### Activity
Set down exactly the lines below, starting at the one that contains "SOCKET_RADIUS = 12.2" and ending at the one that contains "closed (radius, height)", with both of those lines included and nothing else.

Stored items:
####################
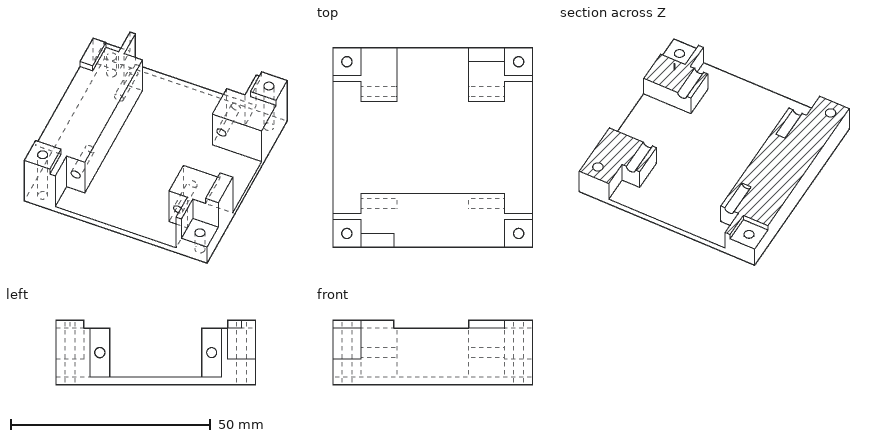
import cadquery as cq

side = 50.0
half = side / 2
floor_thickness = 2.0

total_height = 16.2
stop_height = 2.0
block_top = total_height - stop_height
low_corner_top = 6.5

corner_size = 7.0
wall_thickness = 1.5
wall_inner = corner_size + wall_thickness
block_overhang = 5.0
block_depth = wall_inner + block_overhang
rear_block_width = 9.0
front_block_width = side - 2 * corner_size

stop_depth = 3.5
front_stop_length = 8.25

hole_diameter = 2.5
corner_hole_pitch = side - corner_size
side_hole_y = half - wall_inner - block_overhang / 2
side_hole_z = (floor_thickness + block_top) / 2
blind_hole_depth = rear_block_width


def edge_box(x_side, y_side, x_inset, x_size, y_inset, y_size, top, bottom=0.0):
    """Box measured inward from the plate edges on the given X and Y sides (-1 or +1)."""
    center_x = x_side * (half - x_inset - x_size / 2)
    center_y = y_side * (half - y_inset - y_size / 2)
    box = cq.Workplane("XY").box(x_size, y_size, top - bottom, centered=(True, True, False))
    return box.translate((center_x, center_y, bottom))


def corner(x_side, y_side):
    """Corner post with its inner wall; the posts on one diagonal are cut low."""
    is_low = x_side == y_side
    post_top = low_corner_top if is_low else total_height
    post = edge_box(x_side, y_side, 0, corner_size, 0, corner_size, post_top)
    wall = edge_box(x_side, y_side, 0, corner_size, corner_size, wall_thickness, block_top)
    return post.union(wall)


def side_hole(start_x, y, length):
    """Cylinder along +X at the side hole height."""
    hole = cq.Workplane("YZ").circle(hole_diameter / 2).extrude(length)
    return hole.translate((start_x, y, side_hole_z))


body = cq.Workplane("XY").box(side, side, floor_thickness, centered=(True, True, False))

for x_side in (-1, 1):
    for y_side in (-1, 1):
        body = body.union(corner(x_side, y_side))
    body = body.union(edge_box(x_side, 1, corner_size, rear_block_width, 0, block_depth, block_top))

body = body.union(edge_box(-1, -1, corner_size, front_block_width, 0, block_depth, block_top))

body = body.union(
    edge_box(-1, -1, corner_size, front_stop_length, 0, stop_depth, total_height, block_top)
)
body = body.union(
    edge_box(1, 1, corner_size, rear_block_width, 0, stop_depth, total_height, block_top)
)

corner_holes = (
    cq.Workplane("XY")
    .rarray(corner_hole_pitch, corner_hole_pitch, 2, 2)
    .circle(hole_diameter / 2)
    .extrude(total_height)
)
body = body.cut(corner_holes)

block_end_x = half - corner_size
body = body.cut(side_hole(-half, side_hole_y, side))
body = body.cut(side_hole(-block_end_x, -side_hole_y, blind_hole_depth))
body = body.cut(side_hole(block_end_x - blind_hole_depth, -side_hole_y, blind_hole_depth))

result = body
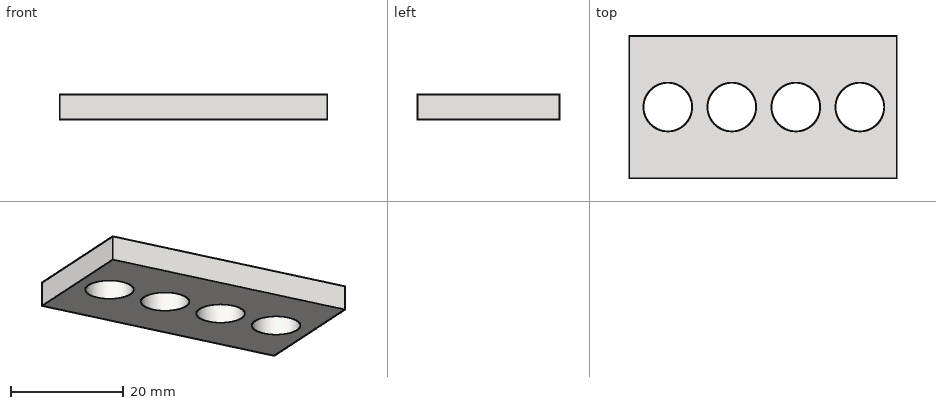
import cadquery as cq

length = 47.75
width = 25.4
thickness = 4.5

hole_diameter = 8.65
hole_count = 4
hole_pitch = 11.4
row_offset = 0.15

plate = cq.Workplane("XY").box(length, width, thickness)

result = (
    plate.faces(">Z")
    .workplane()
    .center(row_offset, 0)
    .rarray(hole_pitch, 0.5, hole_count, 1)
    .hole(hole_diameter)
)
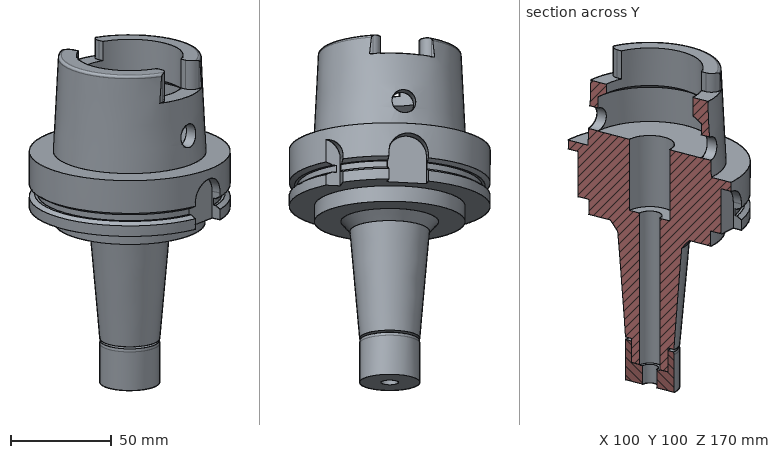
import cadquery as cq
import math


SHANK_TOP = 50.0
SHANK_BASE_RADIUS = 38.0
SHANK_TOP_RADIUS = 35.5
SHANK_RIM_FILLET = 1.5
SHANK_BORE_RADIUS = 26.5
BORE_LIP_Z = 30.0
UNDERCUT_RADIUS = 31.5
BORE_LIP_SLOPE = math.radians(30)
CAVITY_FLOOR_Z = 8.9
LIP_DROP = (UNDERCUT_RADIUS - SHANK_BORE_RADIUS) * math.tan(BORE_LIP_SLOPE)

CROSS_HOLE_RADIUS = 6.0
CROSS_HOLE_Z = 15.0

NOTCH_HALF_WIDTH = 10.0
NOTCH_FLAT_X = 32.0
NOTCH_CORNER_RADIUS = 4.8
NOTCH_DEPTHS = {-1: 10.0, 1: 15.0}

FLANGE_RADIUS = 50.0
FLANGE_BOTTOM_Z = -29.0
GROOVE_RADIUS = 46.0
GROOVE_TOP_Z = -18.5
GROOVE_BOTTOM_Z = -22.0
GROOVE_CHAMFER_WIDTH = 2.6
GROOVE_CHAMFER_HEIGHT = 1.5

SLOT_WIDTH = 20.0
SLOT_CENTRE_Z = -15.0
KEYWAY_FLOOR_X = 44.0
INDEX_SLOT_FLOOR_X = 31.9
INDEX_SLOT_Y = 41.3

COLLAR_RADIUS = 37.5
COLLAR_BOTTOM_Z = -37.0
FLARE_TOP_RADIUS = 24.3
NOSE_TOP_RADIUS = 19.8
NOSE_TOP_Z = -42.0
NOSE_END_RADIUS = 15.0
NOSE_END_Z = -97.2

NECK_RADIUS = 11.3
NECK_END_Z = -110.0
SOCKET_RADIUS = 12.2
SOCKET_BOTTOM_Z = -29.0
THROUGH_BORE_RADIUS = 6.1

NUT_RADIUS = 15.0
NUT_TOP_Z = -98.3
NUT_BOTTOM_Z = -120.0
NUT_CHAMFER_HEIGHT = 1.5
NUT_CHAMFER_INSET = 0.2
NUT_BORE_RADIUS = 4.3


def revolve_profile(points):
    """Revolve a closed (radius, height) outline about the Z axis."""
    return cq.Workplane("YZ").polyline(points).close().revolve(360, (0, 0), (0, 1))


def make_blank():
    """Solid outer form of the holder, from the shank rim to the neck end."""
    outline = [
        (0, SHANK_TOP),
        (SHANK_TOP_RADIUS, SHANK_TOP),
        (SHANK_BASE_RADIUS, 0),
        (FLANGE_RADIUS, 0),
        (FLANGE_RADIUS, GROOVE_TOP_Z + GROOVE_CHAMFER_HEIGHT),
        (FLANGE_RADIUS - GROOVE_CHAMFER_WIDTH, GROOVE_TOP_Z),
        (GROOVE_RADIUS, GROOVE_TOP_Z),
        (GROOVE_RADIUS, GROOVE_BOTTOM_Z),
        (FLANGE_RADIUS - GROOVE_CHAMFER_WIDTH, GROOVE_BOTTOM_Z),
        (FLANGE_RADIUS, GROOVE_BOTTOM_Z - GROOVE_CHAMFER_HEIGHT),
        (FLANGE_RADIUS, FLANGE_BOTTOM_Z),
        (COLLAR_RADIUS, FLANGE_BOTTOM_Z),
        (COLLAR_RADIUS, COLLAR_BOTTOM_Z),
        (FLARE_TOP_RADIUS, COLLAR_BOTTOM_Z),
        (NOSE_TOP_RADIUS, NOSE_TOP_Z),
        (NOSE_END_RADIUS, NOSE_END_Z),
        (NECK_RADIUS, NOSE_END_Z),
        (NECK_RADIUS, NECK_END_Z),
        (0, NECK_END_Z),
    ]
    return revolve_profile(outline).faces(">Z").edges().fillet(SHANK_RIM_FILLET)


def make_cavity():
    """Undercut shank bore, socket and through bore as one cutting solid."""
    outline = [
        (0, SHANK_TOP),
        (SHANK_BORE_RADIUS, SHANK_TOP),
        (SHANK_BORE_RADIUS, BORE_LIP_Z),
        (UNDERCUT_RADIUS, BORE_LIP_Z - LIP_DROP),
        (UNDERCUT_RADIUS, CAVITY_FLOOR_Z),
        (SOCKET_RADIUS, CAVITY_FLOOR_Z),
        (SOCKET_RADIUS, SOCKET_BOTTOM_Z),
        (THROUGH_BORE_RADIUS, SOCKET_BOTTOM_Z),
        (THROUGH_BORE_RADIUS, NECK_END_Z),
        (0, NECK_END_Z),
    ]
    return revolve_profile(outline)


def make_notch(side, depth):
    """Rim notch whose walls turn outward on a round corner into a flat."""
    r = NOTCH_CORNER_RADIUS
    w = NOTCH_HALF_WIDTH
    x_turn = NOTCH_FLAT_X - r
    outline = (
        cq.Workplane("XY", origin=(0, 0, SHANK_TOP - depth))
        .moveTo(0, -w)
        .lineTo(side * x_turn, -w)
        .radiusArc((side * NOTCH_FLAT_X, -w - r), side * r)
        .lineTo(side * NOTCH_FLAT_X, -FLANGE_RADIUS)
        .lineTo(side * FLANGE_RADIUS, -FLANGE_RADIUS)
        .lineTo(side * FLANGE_RADIUS, FLANGE_RADIUS)
        .lineTo(side * NOTCH_FLAT_X, FLANGE_RADIUS)
        .lineTo(side * NOTCH_FLAT_X, w + r)
        .radiusArc((side * x_turn, w), side * r)
        .lineTo(0, w)
        .close()
    )
    return outline.extrude(depth)


def make_side_slot(side, floor_x, centre_y):
    """Round-topped slot cut in from one X side and open at the flange bottom."""
    w = SLOT_WIDTH / 2
    profile = (
        cq.Workplane("YZ", origin=(side * floor_x, 0, 0))
        .moveTo(centre_y - w, FLANGE_BOTTOM_Z)
        .lineTo(centre_y - w, SLOT_CENTRE_Z)
        .threePointArc((centre_y, SLOT_CENTRE_Z + w), (centre_y + w, SLOT_CENTRE_Z))
        .lineTo(centre_y + w, FLANGE_BOTTOM_Z)
        .close()
    )
    return profile.extrude(side * FLANGE_RADIUS)


def make_cross_hole():
    """Hole along X through both sides of the shank wall."""
    return (
        cq.Workplane("YZ", origin=(-FLANGE_RADIUS, 0, CROSS_HOLE_Z))
        .circle(CROSS_HOLE_RADIUS)
        .extrude(2 * FLANGE_RADIUS)
    )


def make_holder():
    holder = make_blank().cut(make_cavity()).cut(make_cross_hole())
    for side, depth in NOTCH_DEPTHS.items():
        holder = holder.cut(make_notch(side, depth))
        holder = holder.cut(make_side_slot(side, KEYWAY_FLOOR_X, 0))
    return holder.cut(make_side_slot(-1, INDEX_SLOT_FLOOR_X, INDEX_SLOT_Y))


def make_nut():
    outline = [
        (NECK_RADIUS, NUT_TOP_Z),
        (NUT_RADIUS - NUT_CHAMFER_INSET, NUT_TOP_Z),
        (NUT_RADIUS, NUT_TOP_Z - NUT_CHAMFER_HEIGHT),
        (NUT_RADIUS, NUT_BOTTOM_Z),
        (NUT_BORE_RADIUS, NUT_BOTTOM_Z),
        (NUT_BORE_RADIUS, NECK_END_Z),
        (NECK_RADIUS, NECK_END_Z),
    ]
    return revolve_profile(outline)


holder = make_holder()
nut = make_nut()
result = cq.Compound.makeCompound([holder.val(), nut.val()])
####################
### Written response
SOCKET_RADIUS = 12.2
SOCKET_BOTTOM_Z = -29.0
THROUGH_BORE_RADIUS = 6.1

NUT_RADIUS = 15.0
NUT_TOP_Z = -98.3
NUT_BOTTOM_Z = -120.0
NUT_CHAMFER_HEIGHT = 1.5
NUT_CHAMFER_INSET = 0.2
NUT_BORE_RADIUS = 4.3


def revolve_profile(points):
    """Revolve a closed (radius, height) outline about the Z axis."""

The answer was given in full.